In this sense, our work demonstrates the feasibility of a generic framework for game presenters with adaptive social comments. The emphasis on the architectural split between the game input linkage, core character intelligence, and the user interface allows for the framework applicability to different kinds of games. The presented framework also enables researchers to experiment with alternative presenter behaviors, and adopting more advanced character visualization since modifications in the Presenter Intelligence component does not affect Game Linkage and user interface. Additionally, the evaluation process has concluded that the game presenter improves the overall game experience and amplifies the social interaction within multiplayer game sessions. The combination of humor together with social comments relying on personalization through player profiles and gaming history played a key role in this context. Another important element improving game experience is how comments are delivered, involving several multimedia resources such as text, images, video, animations, sound effects, music, and facial expressions. The latter is used to convey presenter emotions to players and improve the overall social interaction.
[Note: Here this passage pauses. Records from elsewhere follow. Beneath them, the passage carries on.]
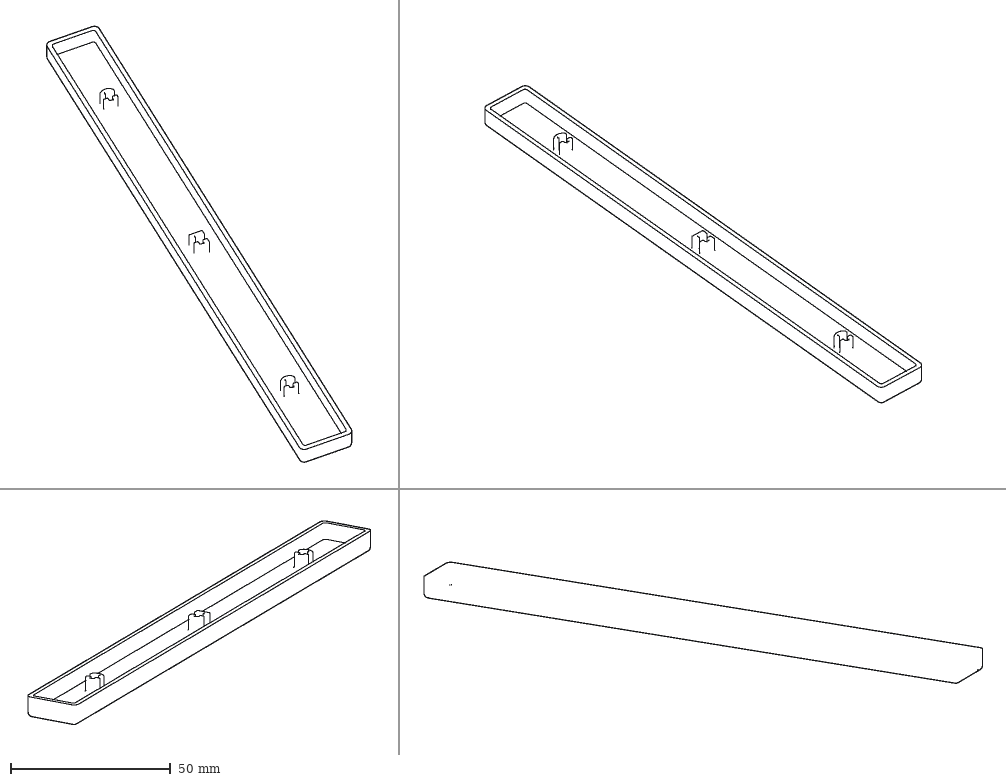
import cadquery as cq

LENGTH = 189.5
WIDTH = 18.0
HEIGHT = 7.0
WALL = 1.5
FLOOR = 1.5
OUTER_CORNER_RADIUS = 1.7
BOTTOM_EDGE_RADIUS = 1.61
INNER_CORNER_RADIUS = 0.85

POST_TOP = 6.6
POST_WIDTH = 4.7
CENTER_POST_LENGTH = 5.9
SIDE_POST_DIAMETER = CENTER_POST_LENGTH
SIDE_POST_OFFSET = 66.7

SLOT_LENGTH = 4.2
SLOT_WIDTH = 1.5

POST_CORNER_RADIUS = 0.4
POST_BASE_RADIUS = 0.66
POST_TOP_RADIUS = 0.28

POST_HEIGHT = POST_TOP - FLOOR
SELECT_MARGIN = 0.1


def make_tray():
    """Rounded block hollowed from above, leaving the walls and the floor."""
    block = (
        cq.Workplane("XY")
        .box(LENGTH, WIDTH, HEIGHT, centered=(True, True, False))
        .edges("|Z")
        .fillet(OUTER_CORNER_RADIUS)
        .faces("<Z")
        .edges()
        .fillet(BOTTOM_EDGE_RADIUS)
    )
    cavity = (
        cq.Workplane("XY", origin=(0, 0, FLOOR))
        .rect(LENGTH - 2 * WALL, WIDTH - 2 * WALL)
        .extrude(HEIGHT - FLOOR)
        .edges("|Z")
        .fillet(INNER_CORNER_RADIUS)
    )
    return block.cut(cavity)


def floor_block(length, width):
    """Block of post height standing on the tray floor at the origin."""
    return cq.Workplane("XY", origin=(0, 0, FLOOR)).rect(length, width).extrude(POST_HEIGHT)


def cut_cross(post):
    """Cut the cross slot down to the floor and round the upright edges."""
    closed_arm = floor_block(SLOT_LENGTH, SLOT_WIDTH)
    open_arm = floor_block(SLOT_WIDTH, 2 * POST_WIDTH)
    return post.cut(closed_arm.union(open_arm)).edges("|Z").fillet(POST_CORNER_RADIUS)


def make_center_post():
    return cut_cross(floor_block(CENTER_POST_LENGTH, POST_WIDTH))


def make_side_post():
    """Cylinder flattened on its two long sides."""
    cylinder = (
        cq.Workplane("XY", origin=(0, 0, FLOOR))
        .circle(SIDE_POST_DIAMETER / 2)
        .extrude(POST_HEIGHT)
    )
    return cut_cross(cylinder.intersect(floor_block(SIDE_POST_DIAMETER, POST_WIDTH)))


def post_edges_at(level):
    """Select the level edges of all posts at the given height."""
    reach_x = SIDE_POST_OFFSET + SIDE_POST_DIAMETER
    return cq.selectors.BoxSelector(
        (-reach_x, -POST_WIDTH, level - SELECT_MARGIN),
        (reach_x, POST_WIDTH, level + SELECT_MARGIN),
        boundingbox=True,
    )


part = make_tray().union(make_center_post())
for side in (-1, 1):
    part = part.union(make_side_post().translate((side * SIDE_POST_OFFSET, 0, 0)))

part = part.edges(post_edges_at(FLOOR)).fillet(POST_BASE_RADIUS)
result = part.edges(post_edges_at(POST_TOP)).fillet(POST_TOP_RADIUS)

In this work, we did not focus on computing the actual emotions of players, something strongly related to the affective computing field and usually deploying computer vision. We followed an alternative path of making an artificial presenter dynamically building emotions for players based on their profiles and the way they act and perform in the game. The adoption of affective computing features on top of the current implementation may further enrich the personality of our presenter; however, such extra effort was beyond the scope of the discussed work.

We believe that our framework can be a guide for game developers towards creating presenter characters for their games, encompassing emotions and adaptive social feedback. Moreover, we hope to inspire researchers to experiment with alternative presenter behaviors and appearances in several kinds of games.

Disclosure

This paper has not been published elsewhere (except in the form of an abstract or as part of a published lecture, review, or thesis) and is not currently under consideration by another journal published by Hindawi or any other publisher.